Department of Physics, Soongsil University, Seoul 06978, Korea and Institute for Integrative Basic Sciences, Soongsil University, Seoul 06978, Korea.
Phys Rev E. 2017 Dec;96(6-1):062105. doi: 10.1103/PhysRevE.96.062105. Epub 2017 Dec 5.
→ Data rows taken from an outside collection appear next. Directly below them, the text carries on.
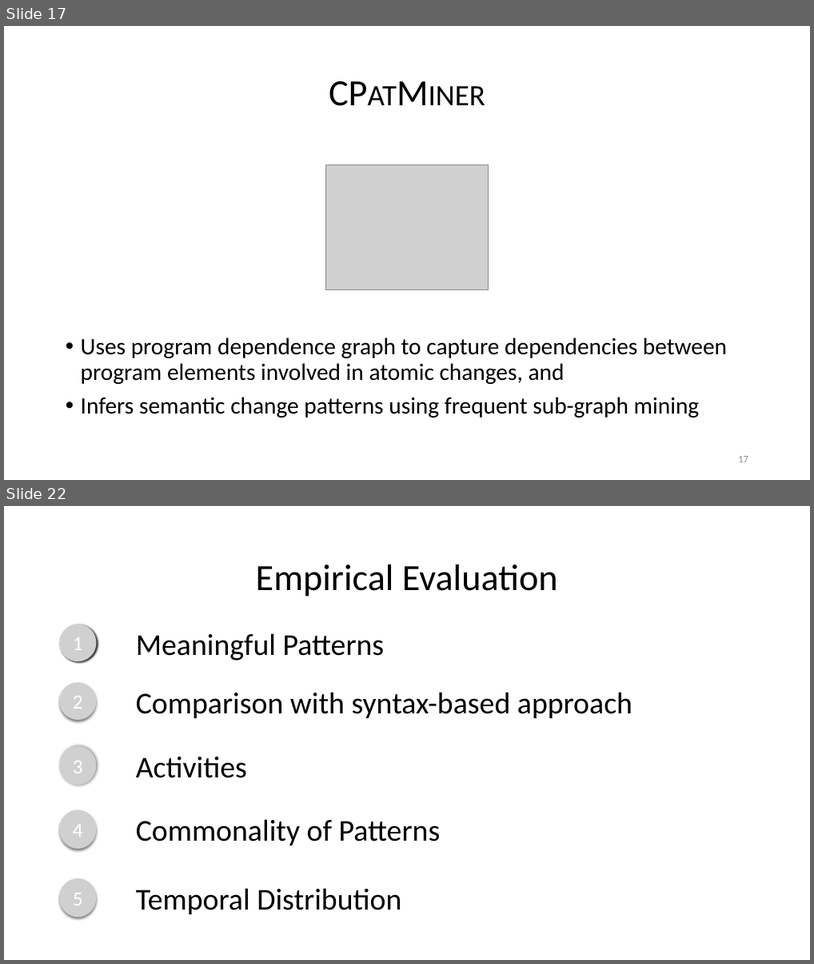
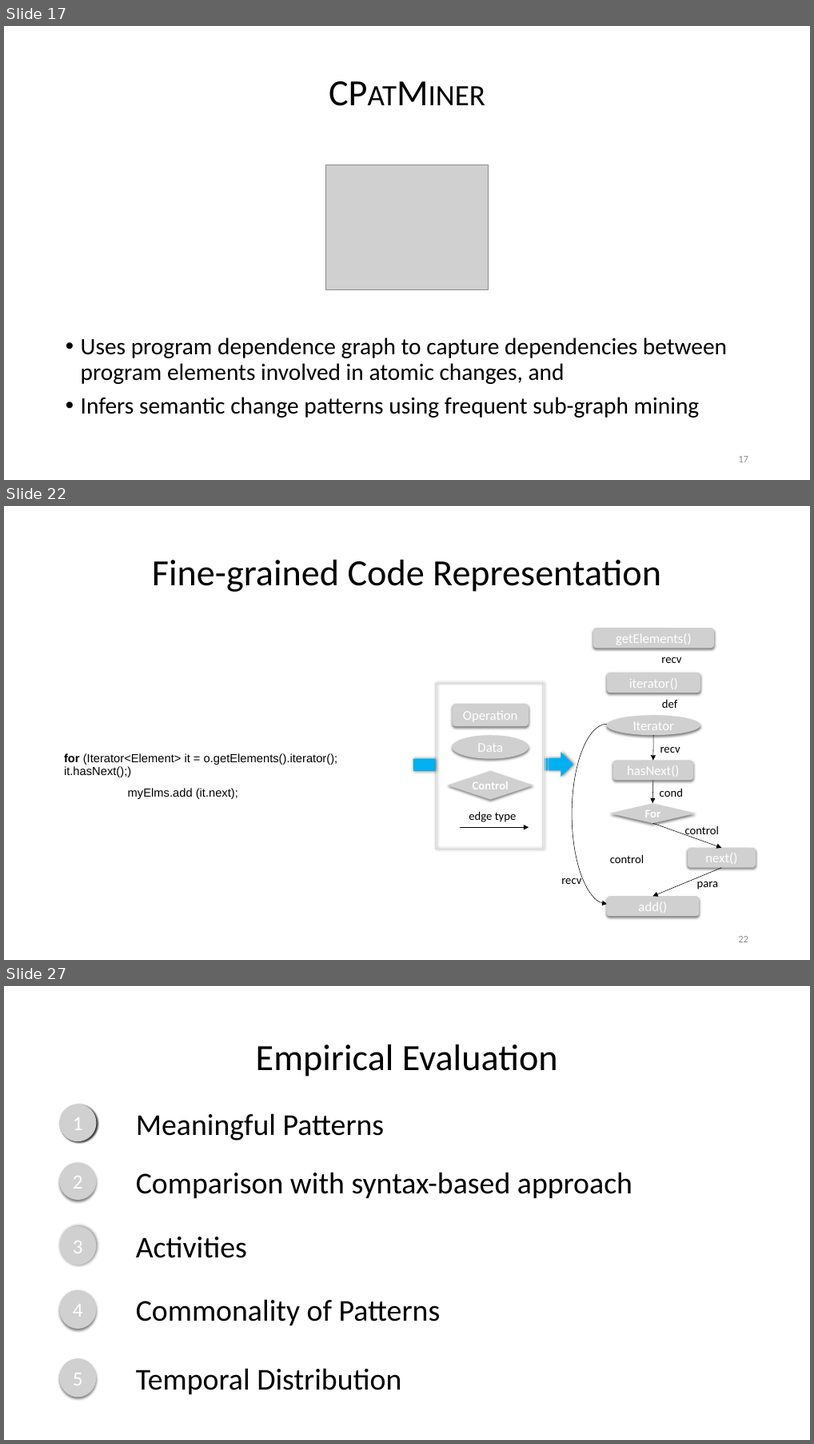
Before and after one commit to nguyenhoan/CPatMiner, a slide deck: CPatMiner_2.pptx. Shown one above the other, each under a label of ours: slides 17 and 22 before the commit, slides 17, 22 and 27 after it; the slides between them are not shown. The pictures are 814x964 and 814x1444 pixels, drawn with LibreOffice and Linux fonts; fonts in the diff are those of the drawing; grey boxes stand for pictures; background and template pictures are left out. Boxes give left, top, right and bottom in pixels: in the first picture for what was removed or moved away, otherwise in the second. Text is boxed around its words. In the diff, an @@ line names an element or a change of style, - is before the commit and + after.

```diff
--- a/CPatMiner_2.pptx
+++ b/CPatMiner_2.pptx
@@ slide 22 added at (4, 506, 810, 960), background #FFFFFF @@
@@ title added at (152, 560, 662, 592), 44 pt, text #000000 @@
+Fine-grained Code Representation
@@ text added at (64, 753, 338, 799), 14 pt, text #000000 @@
+for (Iterator<Element> it = o.getElements().iterator(); it.hasNext();)
+myElms.add (it.next);
@@ group added at (414, 684, 574, 848): 2 pictures, 2 rectangles, 1 arrow, 1 text, 1 striped right arrow @@
+edge type
+Operation
+Data
@@ picture added at (447, 771, 534, 800), 14 pt, text #FFFFFF, bold @@
+Control
@@ picture added at (610, 803, 697, 823), 14 pt, text #FFFFFF, bold @@
+For
@@ group added at (562, 628, 756, 916): 8 pictures, 8 texts, 2 arrows, 1 right bracket @@
+getElements()
+iterator()
+next()
+hasNext()
+Iterator
+add()
+recv
+def
+recv
+cond
+control
+control
+para
+recv
@@ page number added at (738, 936, 749, 942), 12 pt, text #8C8C8C @@
+22
@@ what was slide 22 is now slide 27 @@
```
Also in this commit, not shown: 5 slides changed, 6 other slides added, 3 slides removed.

Quantum phase transitions of a q-state Potts model in fractal lattices are studied using a continuous-time quantum Monte Carlo simulation technique. For small values of q, the transition is found to be second order and critical exponents of the quantum critical point are calculated. The dynamic critical exponent z is found to be greater than one for all fractals studied, which is in contrast to integer-dimensional regular lattices. When q is greater than a certain value q_{c}, the phase transition becomes first order, where q_{c} depends on the lattice. Further analysis shows that the characteristics of phase transitions are more sensitive to the average number of nearest neighbors than the Hausdorff dimension or the order of ramification.
使用连续时间量子蒙特卡罗模拟技术研究了分形格子上 q 态 Potts 模型的量子相变。对于小的 q 值,发现相变是二级的,并计算了量子临界点的临界指数。发现所有研究的分形上的动态临界指数 z 都大于 1,这与整数维正则格子相反。当 q 大于某个值 q_c 时,相变变为一级,其中 q_c 取决于格子。进一步的分析表明,相变的特征对平均最近邻数的敏感性比对豪斯多夫维数或分支阶数更敏感。